The day after Linnea Lomax's decomposed body was found along the American River following a 10-week search, her large extended family contemplated why she died, and how her tragic end might help others.
Lomax, 19, had gone from a joyful, outgoing El Dorado High School student with a 4.1 GPA to a stressed, depressed UC Davis freshman contemplating suicide.
The teenager – who lost 20 pounds and feared she would fail her last final exam – spent 12 days in a psychiatric hospital in June. She was discharged June 25 and the next day left an outpatient clinic halfway through her therapy.
"Nobody saw her until Friday," family spokeswoman Amanda Ernst said Saturday.
Doctors and psychologists who treated Lomax haven't been able to explain her symptoms or fears, Ernst said. "It takes a long time to get an accurate diagnosis. Part of mental illness means you don't see the need for help."
Lomax's father, Craig, told The Bee his family is devastated but he hopes to see positive changes come from his daughter's death.
The family could have a preliminary cause of death by today, said Sacramento County Coroner Gregory Wyatt. "We don't suspect there's any foul play involved, but tests for an overdose of pills may take weeks," Wyatt said.
Because her body was severely decomposed – consistent with the length of time she had been missing – that could delay the toxicology results, Wyatt said. "If we don't have blood we can use, we may have to go through liver samples."
Wyatt said the county's three forensic pathologists – who do 1,000 autopsies a year – are still working on cases autopsied in the fall of 2011, so Lomax's official autopsy results may not be released for weeks.
Her body was discovered in a wooded area along the American River bike trail near Glenn Hall Park by a six-person rescue team organized by the KlaasKids Foundation, which coordinated up to 300 volunteers from across the country who searched day and night for Lomax nearly every weekend. They included housewives, ministers, real estate salesmen and an emergency medical technician, said Brad Dennis, national search and rescue coordinator for KlaasKids.

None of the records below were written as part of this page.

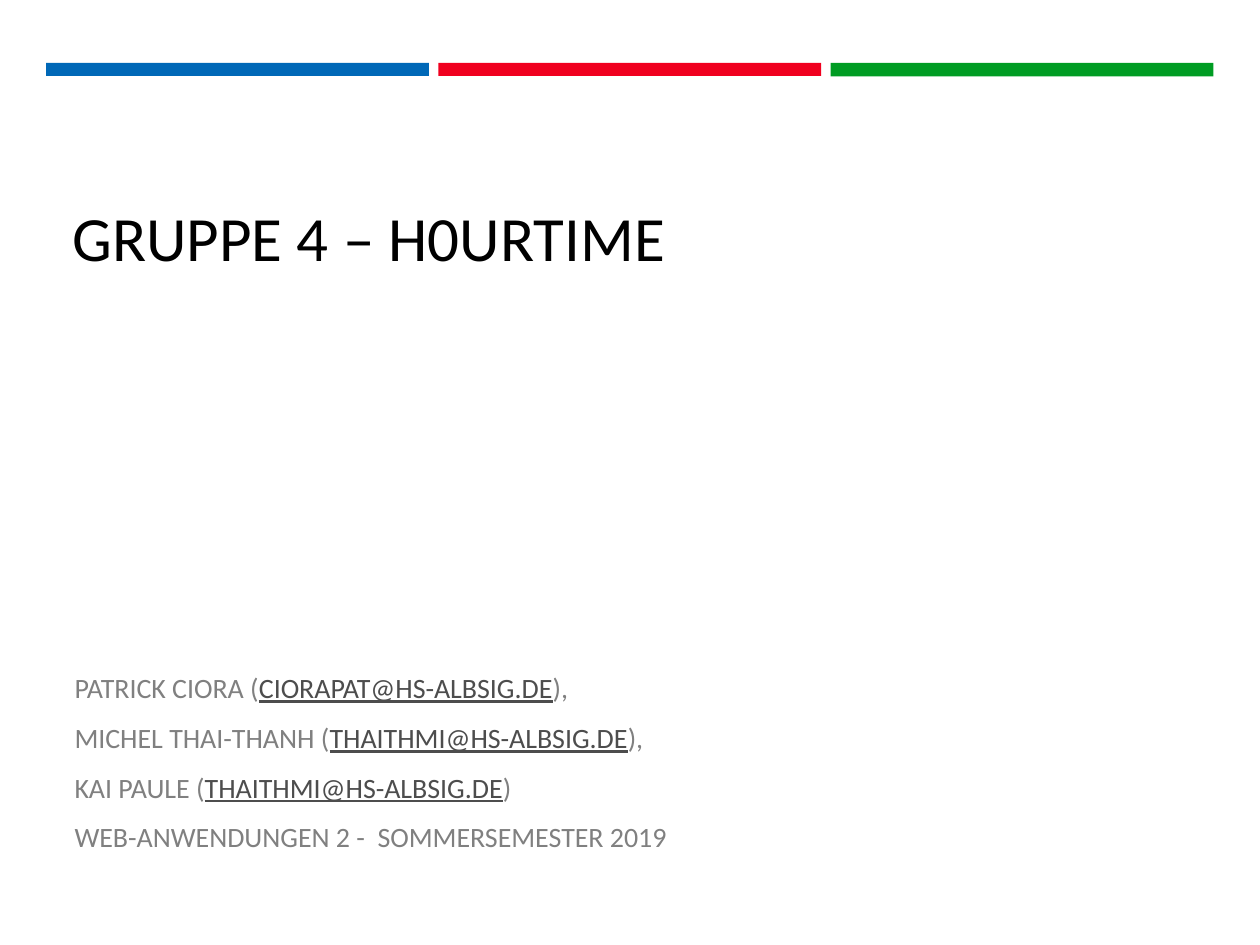
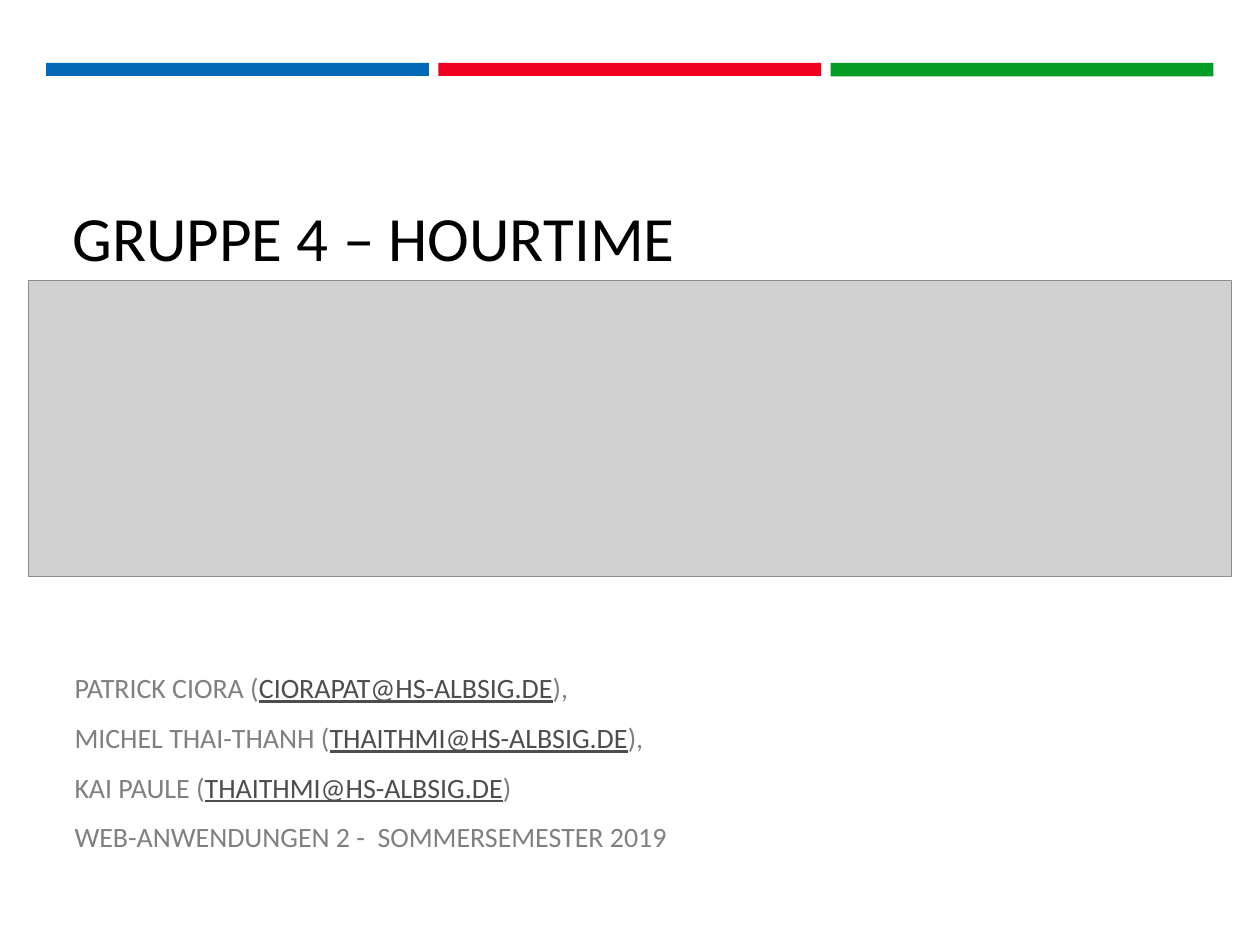
Before and after one commit to xeonta/h0urTime, a slide deck: slide 1 of powerpoint/Vorstellung_Team_h0urTime.pptx. Drawn at 1260x945 pixels with LibreOffice and Linux fonts; fonts in the diff are those of the drawing; grey boxes stand for pictures; background and template pictures are left out. Boxes give left, top, right and bottom in pixels: in the first picture for what was removed or moved away, otherwise in the second. Text is boxed around its words. In the diff, an @@ line names an element or a change of style, - is before the commit and + after.

```diff
--- a/powerpoint/Vorstellung_Team_h0urTime.pptx
+++ b/powerpoint/Vorstellung_Team_h0urTime.pptx
@@ title at (73, 220, 675, 262): text changed @@
-GRUPPE 4 – H0URTIME
+GRUPPE 4 – HOURTIME
@@ picture added at (29, 281, 1232, 577) @@
```
Also in this commit, not shown: 3 other slides changed.

The Lomax case "resonates with every last one of us. This could happen to any of our family members, and all of us want to see the community respond the way this community has," said Dennis, who held briefings at 7 a.m. every morning, sent teams of six people into the field by 8 a.m. for four hours, debriefed them, fed them and sent them out again.
The searchers set up a command center hosted by TMS Monitoring Service, a Sacramento alarm and security company that opened its 3,000-square-foot training facility – including a full kitchen, sauna, shower, gym and bedrooms – to the effort.
TMS owner Tim Sproul of Granite Bay, a lifelong friend of the Lomaxes, said he didn't know if they could have done anything differently to protect their daughter.
"Once a person turns 18 they're an adult, and right now we don't have the legal ability to extend our guardianship if doctors say the person isn't exactly right," Sproul said. "You've got to keep a close eye on kids because mental illness can happen quickly. You look for any signs you can."
Sproul said he's worked with Marc Klaas, whose 12-year-old daughter Polly was kidnapped from a slumber party at her Petaluma home on Oct. 1, 1993, and was found murdered 65 days later. Her killer, Richard Allen Davis, is on San Quentin's death row.
Klaas founded the nonprofit KlaasKids Foundation to fight crime against children.
"We fingerprint and photograph kids in case something does happen," Sproul said.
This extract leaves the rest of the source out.